Infinity doesn’t come in just one size.
Since the beginning of history, scientists have been fascinated by infinity – whether it be the idea of endless space, endless time, or endless numbers. Actually, it’s not just scientists who’ve been fascinated by the subject. For many of us, the notion of infinity holds an intriguing, almost magical power.
What many people consider infinity comes in two versions. Of course, there’s infinitely big. When scientists explore this type of infinity, their work often approaches mysticism. Some Russian mathematicians of the 1920s, for instance, conflated their mathematical explorations of infinity with theological explorations of God.
But there’s also the idea of the infinitesimally small, or infinitesimal – and it’s no less puzzling than the infinitely big. In mathematics, for example, each number is divisible into infinitely many fractions
Since the time of the ancient Greeks, mathematicians have used infinitely small fractions to calculate certain geometric forms and volumes. But for a long time, scientists regarded the idea of the infinitesimal with suspicion. That’s because most of them didn’t believe that infinitely small fractions actually existed in the real world. They were convinced that the smallest unit of the physical world was an atom, which couldn’t be split up any further.

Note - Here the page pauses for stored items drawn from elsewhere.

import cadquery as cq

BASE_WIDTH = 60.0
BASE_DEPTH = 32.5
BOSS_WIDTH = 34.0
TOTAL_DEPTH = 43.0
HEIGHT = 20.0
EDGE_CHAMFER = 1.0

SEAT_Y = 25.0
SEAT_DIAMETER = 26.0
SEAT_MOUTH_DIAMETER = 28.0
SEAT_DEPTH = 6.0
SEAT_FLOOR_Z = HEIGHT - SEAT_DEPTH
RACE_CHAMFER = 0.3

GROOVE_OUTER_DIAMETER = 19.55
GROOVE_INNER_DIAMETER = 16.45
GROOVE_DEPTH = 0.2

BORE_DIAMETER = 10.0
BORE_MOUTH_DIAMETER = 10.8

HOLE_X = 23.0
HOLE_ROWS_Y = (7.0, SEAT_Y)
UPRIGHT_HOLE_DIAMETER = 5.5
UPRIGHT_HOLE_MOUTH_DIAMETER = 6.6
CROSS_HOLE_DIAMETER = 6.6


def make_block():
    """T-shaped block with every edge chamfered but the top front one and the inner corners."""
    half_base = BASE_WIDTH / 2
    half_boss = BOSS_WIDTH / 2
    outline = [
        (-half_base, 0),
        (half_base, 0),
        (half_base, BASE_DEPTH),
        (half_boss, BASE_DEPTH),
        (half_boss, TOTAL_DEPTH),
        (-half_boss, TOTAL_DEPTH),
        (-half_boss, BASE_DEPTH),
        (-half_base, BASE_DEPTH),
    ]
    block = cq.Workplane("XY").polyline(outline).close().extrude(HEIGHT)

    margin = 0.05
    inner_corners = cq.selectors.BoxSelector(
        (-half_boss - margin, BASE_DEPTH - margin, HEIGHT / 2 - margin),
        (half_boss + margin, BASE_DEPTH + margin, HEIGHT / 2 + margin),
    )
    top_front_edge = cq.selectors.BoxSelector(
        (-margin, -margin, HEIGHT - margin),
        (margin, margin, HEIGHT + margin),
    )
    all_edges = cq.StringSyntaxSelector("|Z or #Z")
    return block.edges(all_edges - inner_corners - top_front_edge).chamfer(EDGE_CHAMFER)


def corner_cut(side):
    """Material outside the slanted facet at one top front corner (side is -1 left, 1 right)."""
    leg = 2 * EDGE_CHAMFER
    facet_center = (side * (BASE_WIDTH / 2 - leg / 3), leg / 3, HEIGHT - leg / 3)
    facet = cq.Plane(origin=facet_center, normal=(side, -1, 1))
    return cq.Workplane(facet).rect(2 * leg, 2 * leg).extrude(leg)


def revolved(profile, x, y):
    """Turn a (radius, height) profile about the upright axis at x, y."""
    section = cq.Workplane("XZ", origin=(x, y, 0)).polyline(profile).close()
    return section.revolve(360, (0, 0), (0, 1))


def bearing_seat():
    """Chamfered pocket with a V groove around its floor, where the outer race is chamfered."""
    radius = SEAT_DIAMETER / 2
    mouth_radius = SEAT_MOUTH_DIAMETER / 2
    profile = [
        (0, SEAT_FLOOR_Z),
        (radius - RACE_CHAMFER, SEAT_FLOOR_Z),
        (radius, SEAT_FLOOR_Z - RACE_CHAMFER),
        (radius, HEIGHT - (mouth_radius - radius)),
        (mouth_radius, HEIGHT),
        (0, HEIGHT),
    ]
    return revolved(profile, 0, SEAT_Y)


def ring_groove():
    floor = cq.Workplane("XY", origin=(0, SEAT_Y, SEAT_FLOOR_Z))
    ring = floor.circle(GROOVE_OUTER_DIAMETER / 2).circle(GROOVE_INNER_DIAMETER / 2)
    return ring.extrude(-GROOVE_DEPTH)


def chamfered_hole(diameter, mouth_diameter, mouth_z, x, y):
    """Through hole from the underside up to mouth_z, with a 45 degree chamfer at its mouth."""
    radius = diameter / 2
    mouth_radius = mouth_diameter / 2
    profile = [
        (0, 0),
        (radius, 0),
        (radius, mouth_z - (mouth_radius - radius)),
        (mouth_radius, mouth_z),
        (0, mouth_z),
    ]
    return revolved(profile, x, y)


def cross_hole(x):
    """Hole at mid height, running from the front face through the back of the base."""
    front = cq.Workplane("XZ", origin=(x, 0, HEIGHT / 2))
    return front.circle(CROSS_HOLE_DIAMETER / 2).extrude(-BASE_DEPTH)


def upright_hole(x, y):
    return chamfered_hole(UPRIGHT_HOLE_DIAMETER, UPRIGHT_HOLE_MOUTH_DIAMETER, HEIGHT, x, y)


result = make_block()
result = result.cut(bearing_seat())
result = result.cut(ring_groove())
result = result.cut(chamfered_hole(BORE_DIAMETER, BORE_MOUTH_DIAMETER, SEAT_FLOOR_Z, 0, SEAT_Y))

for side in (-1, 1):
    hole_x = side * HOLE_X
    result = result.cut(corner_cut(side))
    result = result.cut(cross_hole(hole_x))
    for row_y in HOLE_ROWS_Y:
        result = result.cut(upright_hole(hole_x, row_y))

In the seventeenth century, French mathematician Blaise Pascal shortly revived the idea of the infinitesimal, using it to calculate the areas under curvilinear forms – that is, forms characterized by curved lines and shapes. Isaac Newton, too, made use of the infinitesimal when he calculated the exact orbit of a planet around the sun. But Newton agreed with his contemporary Gottfried Wilhelm Leibniz that infinitely small quantities were nothing but “well-founded fictions” in mathematics – useful, but not really real.
Over the next two centuries, the infinitesimal fell out of fashion. Most mathematicians didn’t see the point of basing calculations on quantities that didn’t really exist. They feared that somewhere down the line, this approach would turn up huge contradictions.
It was only in the 1960s that mathematician Abraham Robinson was able to rehabilitate the image of the infinitesimal. Robinson was able to draw on Gödel’s completeness theorem – the counterpart to his incompleteness theorems – to show that even if we can’t be sure of the reality of the infinitesimal, we can still be sure of the logical consistency of the calculations that involve it. That, Robinson argued, should be enough to satisfy the standards of modern mathematics.
But perhaps the infinitely small isn’t just a useful fiction. Today, we know that atoms can indeed be divided – specifically, into electrons, protons, and neutrons. The latter two can be divided into even smaller particles called quarks. And there’s some evidence that even quarks can be divided up further. So maybe the universe is not just infinitely big – maybe it’s also infinitely small.